Copy, from the data below, every line that has "Vector" in it.

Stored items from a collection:
[Start of section]

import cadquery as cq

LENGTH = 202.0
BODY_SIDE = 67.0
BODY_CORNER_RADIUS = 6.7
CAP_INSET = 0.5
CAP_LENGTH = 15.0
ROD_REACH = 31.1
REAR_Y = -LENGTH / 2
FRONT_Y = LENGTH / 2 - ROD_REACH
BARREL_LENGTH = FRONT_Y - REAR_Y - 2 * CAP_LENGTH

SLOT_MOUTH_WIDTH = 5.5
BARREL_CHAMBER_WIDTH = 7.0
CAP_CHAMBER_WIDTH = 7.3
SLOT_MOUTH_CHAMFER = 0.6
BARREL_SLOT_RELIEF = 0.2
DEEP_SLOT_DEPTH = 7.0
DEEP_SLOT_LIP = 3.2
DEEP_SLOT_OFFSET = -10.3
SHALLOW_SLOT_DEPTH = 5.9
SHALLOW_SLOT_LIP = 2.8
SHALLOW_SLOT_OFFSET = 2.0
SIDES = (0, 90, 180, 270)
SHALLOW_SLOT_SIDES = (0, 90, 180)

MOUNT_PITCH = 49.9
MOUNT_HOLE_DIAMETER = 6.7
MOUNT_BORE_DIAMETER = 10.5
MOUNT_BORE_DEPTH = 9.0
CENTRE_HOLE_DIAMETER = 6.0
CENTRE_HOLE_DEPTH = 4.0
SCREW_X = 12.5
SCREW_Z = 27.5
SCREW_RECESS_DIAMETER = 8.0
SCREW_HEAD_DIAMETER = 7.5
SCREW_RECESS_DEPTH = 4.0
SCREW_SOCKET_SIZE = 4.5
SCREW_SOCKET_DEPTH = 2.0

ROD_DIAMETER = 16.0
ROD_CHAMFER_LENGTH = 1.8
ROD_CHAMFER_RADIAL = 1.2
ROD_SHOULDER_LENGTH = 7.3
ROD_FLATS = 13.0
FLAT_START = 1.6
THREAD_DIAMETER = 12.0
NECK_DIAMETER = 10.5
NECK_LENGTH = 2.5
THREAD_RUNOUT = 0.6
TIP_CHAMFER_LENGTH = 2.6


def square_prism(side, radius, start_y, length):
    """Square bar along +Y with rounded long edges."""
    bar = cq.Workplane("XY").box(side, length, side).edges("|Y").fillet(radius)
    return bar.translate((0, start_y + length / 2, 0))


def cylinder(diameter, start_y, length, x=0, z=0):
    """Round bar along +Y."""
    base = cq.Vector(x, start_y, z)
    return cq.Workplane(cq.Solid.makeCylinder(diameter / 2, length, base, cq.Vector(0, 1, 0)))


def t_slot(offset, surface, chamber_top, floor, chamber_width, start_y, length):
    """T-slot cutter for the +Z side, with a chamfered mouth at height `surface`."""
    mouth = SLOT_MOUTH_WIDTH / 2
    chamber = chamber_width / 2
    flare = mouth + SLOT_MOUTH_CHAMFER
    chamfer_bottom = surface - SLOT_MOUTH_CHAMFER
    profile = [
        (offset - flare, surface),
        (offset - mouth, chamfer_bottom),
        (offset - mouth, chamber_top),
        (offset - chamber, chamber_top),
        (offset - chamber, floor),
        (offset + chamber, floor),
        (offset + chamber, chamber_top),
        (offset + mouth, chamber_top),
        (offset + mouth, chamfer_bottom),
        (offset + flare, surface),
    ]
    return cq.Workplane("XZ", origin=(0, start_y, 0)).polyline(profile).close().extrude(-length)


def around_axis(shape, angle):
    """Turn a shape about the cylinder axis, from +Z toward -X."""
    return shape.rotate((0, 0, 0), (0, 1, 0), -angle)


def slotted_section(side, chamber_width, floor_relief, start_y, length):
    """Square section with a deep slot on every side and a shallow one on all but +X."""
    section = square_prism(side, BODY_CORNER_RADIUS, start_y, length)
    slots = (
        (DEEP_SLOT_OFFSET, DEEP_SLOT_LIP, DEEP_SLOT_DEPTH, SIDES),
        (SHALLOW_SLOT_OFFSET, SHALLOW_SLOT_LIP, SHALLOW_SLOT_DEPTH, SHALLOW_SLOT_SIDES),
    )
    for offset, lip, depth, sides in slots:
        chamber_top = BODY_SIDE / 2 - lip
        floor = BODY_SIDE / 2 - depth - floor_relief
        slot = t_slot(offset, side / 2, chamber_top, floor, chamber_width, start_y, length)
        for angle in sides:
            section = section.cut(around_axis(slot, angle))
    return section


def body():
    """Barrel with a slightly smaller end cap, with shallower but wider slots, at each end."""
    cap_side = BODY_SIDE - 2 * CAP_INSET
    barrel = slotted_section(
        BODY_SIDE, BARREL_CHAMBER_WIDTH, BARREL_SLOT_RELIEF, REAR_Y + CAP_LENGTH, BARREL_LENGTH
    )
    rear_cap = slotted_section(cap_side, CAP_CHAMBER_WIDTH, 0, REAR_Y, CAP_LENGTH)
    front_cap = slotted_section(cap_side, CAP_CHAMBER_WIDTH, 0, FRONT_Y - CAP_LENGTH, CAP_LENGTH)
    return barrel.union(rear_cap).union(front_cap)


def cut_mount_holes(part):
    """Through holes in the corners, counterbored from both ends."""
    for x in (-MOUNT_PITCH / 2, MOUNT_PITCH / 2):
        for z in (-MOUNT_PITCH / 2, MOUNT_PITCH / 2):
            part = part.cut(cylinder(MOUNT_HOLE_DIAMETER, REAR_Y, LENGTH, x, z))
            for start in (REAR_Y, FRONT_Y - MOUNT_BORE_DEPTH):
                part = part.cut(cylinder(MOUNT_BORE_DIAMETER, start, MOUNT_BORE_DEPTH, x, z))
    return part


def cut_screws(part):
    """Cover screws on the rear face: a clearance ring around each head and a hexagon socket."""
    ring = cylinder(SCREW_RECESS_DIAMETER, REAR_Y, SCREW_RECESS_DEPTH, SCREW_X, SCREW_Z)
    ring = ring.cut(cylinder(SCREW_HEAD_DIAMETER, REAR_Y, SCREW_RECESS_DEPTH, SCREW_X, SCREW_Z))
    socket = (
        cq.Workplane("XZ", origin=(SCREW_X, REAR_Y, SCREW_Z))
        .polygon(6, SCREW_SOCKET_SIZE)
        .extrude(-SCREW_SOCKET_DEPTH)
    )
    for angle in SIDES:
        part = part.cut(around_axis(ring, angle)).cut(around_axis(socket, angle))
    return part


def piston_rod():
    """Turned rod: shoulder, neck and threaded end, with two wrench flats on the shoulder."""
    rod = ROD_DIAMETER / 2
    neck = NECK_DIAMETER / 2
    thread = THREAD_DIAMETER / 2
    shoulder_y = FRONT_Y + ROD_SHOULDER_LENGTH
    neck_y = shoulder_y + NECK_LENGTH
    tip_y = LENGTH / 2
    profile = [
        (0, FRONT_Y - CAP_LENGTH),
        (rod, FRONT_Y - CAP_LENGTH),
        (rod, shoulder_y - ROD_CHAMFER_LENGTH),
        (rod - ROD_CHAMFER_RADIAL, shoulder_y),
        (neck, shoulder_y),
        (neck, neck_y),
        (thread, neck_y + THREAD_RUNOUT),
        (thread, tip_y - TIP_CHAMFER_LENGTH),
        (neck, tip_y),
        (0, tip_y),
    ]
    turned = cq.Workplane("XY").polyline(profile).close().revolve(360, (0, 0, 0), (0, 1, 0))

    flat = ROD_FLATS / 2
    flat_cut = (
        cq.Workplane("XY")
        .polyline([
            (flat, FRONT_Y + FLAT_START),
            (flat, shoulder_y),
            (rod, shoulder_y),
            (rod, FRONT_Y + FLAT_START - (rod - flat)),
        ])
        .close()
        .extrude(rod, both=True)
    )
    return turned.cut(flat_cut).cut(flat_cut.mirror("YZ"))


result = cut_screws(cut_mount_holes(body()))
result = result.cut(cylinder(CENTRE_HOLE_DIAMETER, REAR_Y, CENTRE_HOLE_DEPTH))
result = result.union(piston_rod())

[End of section]

OUTPUT OF THE EXERCISE:
    base = cq.Vector(x, start_y, z)
    return cq.Workplane(cq.Solid.makeCylinder(diameter / 2, length, base, cq.Vector(0, 1, 0)))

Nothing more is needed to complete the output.